Market Brief
È cosa fatta, la Federal Reserve ha messo fine alla politica dei tassi d’interesse allo zero che perdurava da 7 anni e ha aumentato la fascia obiettivo per il tasso sui fondi federali allo 0,25-0,5% dal precedente 0-0,25%. Come previsto, la decisione è stata accompagnata da un comunicato accomodante, in cui è stata sottolineata la necessità di una normalizzazione graduale della politica monetaria. Ripensando agli ultimi mesi, osserviamo che la Fed ha fatto un ottimo lavoro nel preparare il mercato a un rialzo del tasso, e infatti sia le coppie in USD, sia i rendimenti dei titoli del Tesoro hanno assorbito la novità senza scossoni.
Ciò nonostante, dobbiamo anche segnalare che la banca centrale ha abbassato le previsioni sull’inflazione di fondo per il 2016 per la seconda volta di fila, dall’1,8% all’1,6%; anche l’indice per il 2015 è stato rivisto al ribasso, dall’1,4% all’1,3%. Nel complesso, ci sembra che la Fed abbia semplicemente fornito quello che il mercato chiedeva da mesi: un segnale chiaro che l’economia si è ripresa dalla crisi finanziaria. Non dobbiamo dimenticare che la Fed ha un doppio mandato: la stabilità dei prezzi, con un obiettivo d’inflazione pari al 2%, e livelli sostenibili di occupazione; il minimo che possiamo dire è che finora questi obiettivi non sono stati raggiunti.

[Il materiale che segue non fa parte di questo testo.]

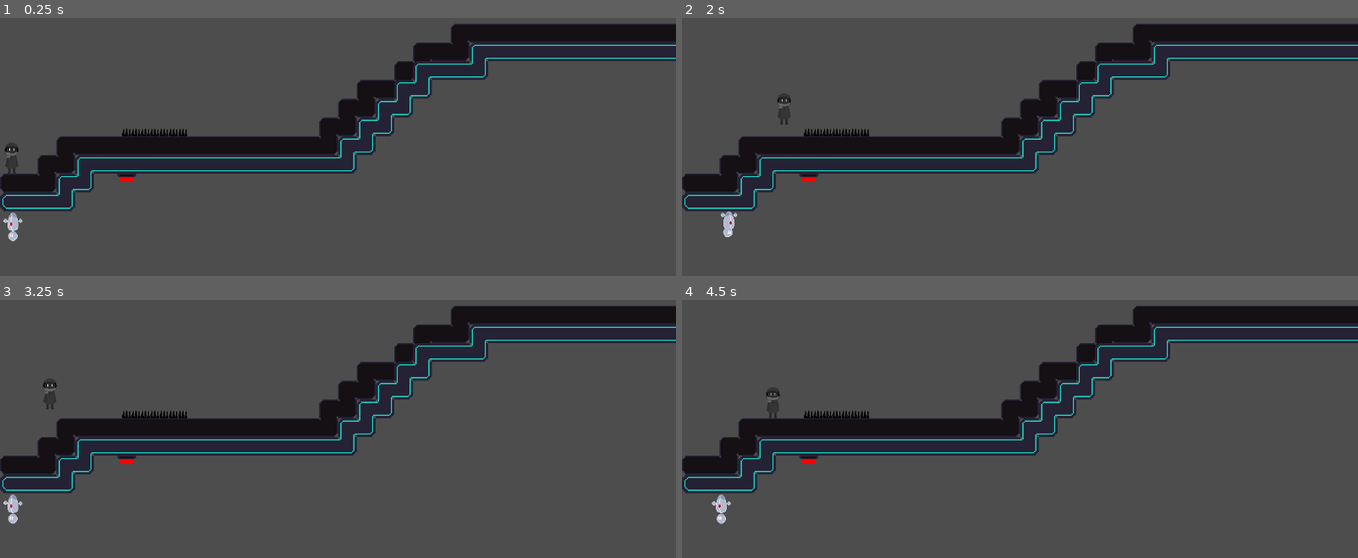
Above: before the commit, frames 1-4 (two rows, left to right).
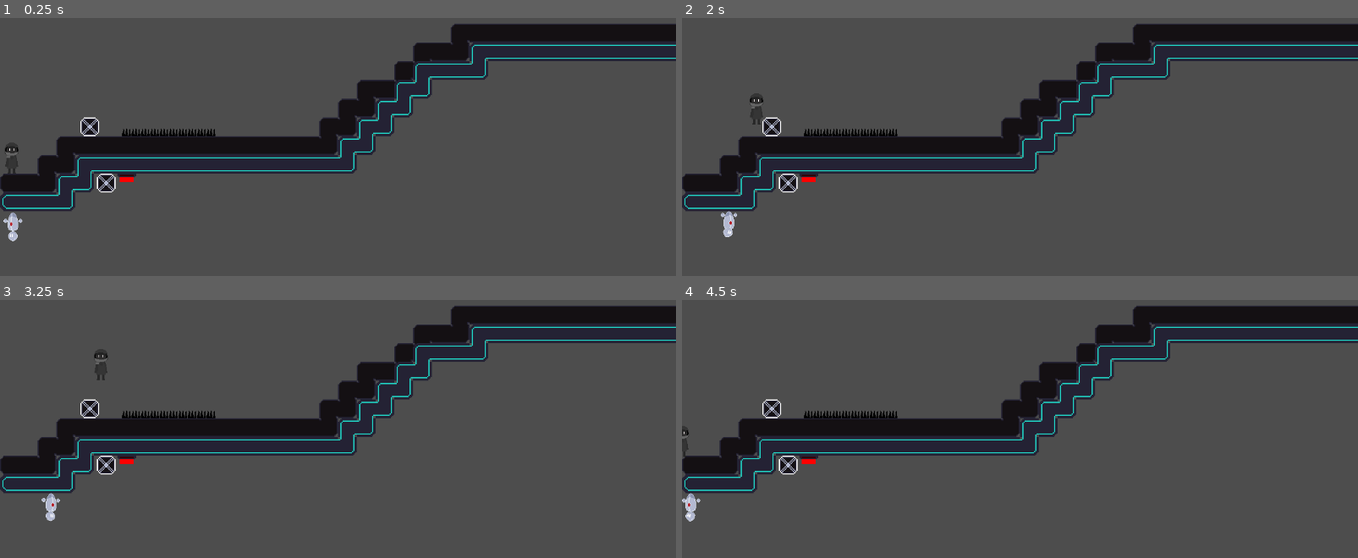
Above: after the commit, the same moments.

Repository: miniaturity/campfire-nyc
Game: Godot game, scene res://scenes/adriens_test_scene.tscn
The game is run twice, just before and just after one commit, with the same random seed, the same clock (stepped at 60 frames per second) and the same inputs. This scene is started directly instead of the project's main scene.
Inputs:
- Up to frame 1 (0.25 s): no input
- Up to frame 2 (2 s): hold E (switch_controls) 0.53-1.28 s; hold D (move_right) from 0.53 s (still down); tap Space (jump) at 0.77, 1.52 s; tap E (switch_controls) at 1.35 s
- Up to frame 3 (3.25 s): release D (move_right) at 2.03 s; hold A (move_left) 2.03-2.78 s; hold E (switch_controls) 2.03-2.78 s; hold D (move_right) from 2.78 s (still down); tap E (switch_controls) at 2.85 s; tap Space (jump) at 3.02 s
- Up to frame 4 (4.5 s): hold E (switch_controls) 3.53-4.28 s; tap Space (jump) at 3.77 s; release D (move_right) at 4.28 s; hold A (move_left) from 4.28 s (still down); tap E (switch_controls) at 4.35 s

The runs differ from the first frame. In frame 1, 0.4% of the frame differs, in the area x 11-32%, y 38-68%; in frame 2, 0.6%; in frame 3, 0.9%, in the area x 0-32%, y 20-87%; in frame 4, 0.8%.
Error in both runs: Cannot call method 'to_local' on a null value. (res://src/robot_player.gd:90)

Commit message:
Added more boxes

Diff:
--- a/scenes/adriens_test_scene.tscn
+++ b/scenes/adriens_test_scene.tscn
@@ -7,6 +7,7 @@
 [ext_resource type="PackedScene" uid="uid://cy7p2fjmypwn2" path="res://objects/robot_player.tscn" id="4_70sbq"]
 [ext_resource type="PackedScene" uid="uid://1sqg1tks871u" path="res://objects/button.tscn" id="5_bcp3k"]
 [ext_resource type="TileSet" uid="uid://cl44qg12ws4bf" path="res://assets/general_world/general_tileset.tres" id="7_70sbq"]
+[ext_resource type="PackedScene" uid="uid://kbcgpid4odan" path="res://objects/box.tscn" id="8_d3atu"]
 
 [node name="AdriensTestScene" type="Node2D" unique_id=558223499]
 texture_filter = 1
@@ -32,8 +33,16 @@
 position = Vector2(216, 400)
 rotation = -3.1415927
 button_color = Color(1, 0, 0, 1)
-target = NodePath("../RobotPlayer")
+one_shot = false
+target = NodePath("../Box")
 
 [node name="GenericTiles" type="TileMapLayer" parent="." unique_id=932760132]
-tile_map_data = PackedByteArray("AAANABMAAAAAAAAAAQAOABMAAAAAAAAAAQAPABMAAAAAAAAAAQAQABMAAAAAAAAAAQARABMAAAAAAAAAAQASABMAAAAAAAAAAQATABMAAAAAAAAAAQA=")
+tile_map_data = PackedByteArray("AAANABMAAAAAAAAAAQAOABMAAAAAAAAAAQAPABMAAAAAAAAAAQAQABMAAAAAAAAAAQARABMAAAAAAAAAAQASABMAAAAAAAAAAQATABMAAAAAAAAAAQAUABMAAAAAAAAAAQAVABMAAAAAAAAAAQAWABMAAAAAAAAAAQA=")
 tile_set = ExtResource("7_70sbq")
+
+[node name="Box" parent="." unique_id=935545329 instance=ExtResource("8_d3atu")]
+position = Vector2(153, 301)
+
+[node name="Box2" parent="." unique_id=680469160 instance=ExtResource("8_d3atu")]
+position = Vector2(181, 401)
+gravity_scale = -1.0

Dopo aver resistito a 1,09, l’EUR/USD è sceso a 1,0832 durante la seduta asiatica. Mentre scrivo, l’euro passa di mano a 1,0860 USD. L’indice del dollaro è salito dello 0,45%, a 98,75.
In Giappone, a novembre la bilancia commerciale è passata in territorio negativo sulla scia delle esportazioni deludenti. Il deficit si è attestato a 379,9 miliardi di yen, a fronte dei 449,7 miliardi previsti. A dispetto dello yen più debole, il Giappone fatica a far salire il volume delle esportazioni in un contesto caratterizzato dalla debolezza della domanda globale e dal rallentamento dell’economia cinese. L’USD/JPY annaspa intorno a 122,40, ma mantiene la sua inclinazione rialzista. Al rialzo si osserva una resistenza a 123,76 (massimo 18 novembre).
In Nuova Zelanda, gli ultimi dati mostrano che nel terzo trimestre l’economia è cresciuta del 2,3% a/a (in linea con le attese) o dello 0,9% t/t (a fronte dello 0,8% previsto). Sia l’AUD, sia l’NZD, le cui banche centrali facevano affidamento sulla Fed per far indebolire la valuta, hanno ridotto le perdite contro il biglietto verde dopo l’intervento della Fed. La coppia NZD/USD ha ceduto più dell’1% mentre l’AUD/USD è sceso dello 0,60%, a 0,7193. L’AUD sta per testare il supporto chiave a 0,7160 (minimo multiplo), un altro supporto giace a 0,7017 (minimo d’inizio novembre). Manteniamo un giudizio ribassista per gran parte delle valute legate alle materie prime, le più esposte sono il dollaro australiano e quello neozelandese.
Per quanto riguarda le borse, gli investitori hanno celebrato in tutto il mondo la decisione della Fed, anche i mercati regionali asiatici si sono mossi in territorio positivo. In Giappone, il Nikkei ha guadagnato l’1,59% mentre a Hong Kong l’Hang Seng è salito dello 0,74%. Nella Cina continentale, gli indici compositi di Shanghai e Shenzhen hanno guadagnato rispettivamente l’1,81% e il 2,72%. Infine, in Australia la borsa ha guadagnato l’1,46%, i titoli neozelandesi lo 0,29%. In Europa, i futures sugli indici azionari sono tutti positivi, il CAC 40 francese fa registrare i guadagni maggiori, in rialzo del 2%.
Oggi gli operatori monitoreranno il tasso di disoccupazione in Svezia; la decisione sul tasso d’interesse della Norges Bank (previsto invariato) e di Banxico (prevediamo un rialzo); l’IFO in Germania; la bilancia commerciale in Italia; le vendite al dettaglio nel Regno Unito; il tasso di disoccupazione in Brasile; le vendite al dettaglio, il tasso di disoccupazione, le riserve in oro e valuta straniera in Russia; il saldo delle partite correnti, l’indice sulle prospettive delle aziende di Philadelphia; le richieste iniziali di disoccupazione, l’indice predittivo negli USA.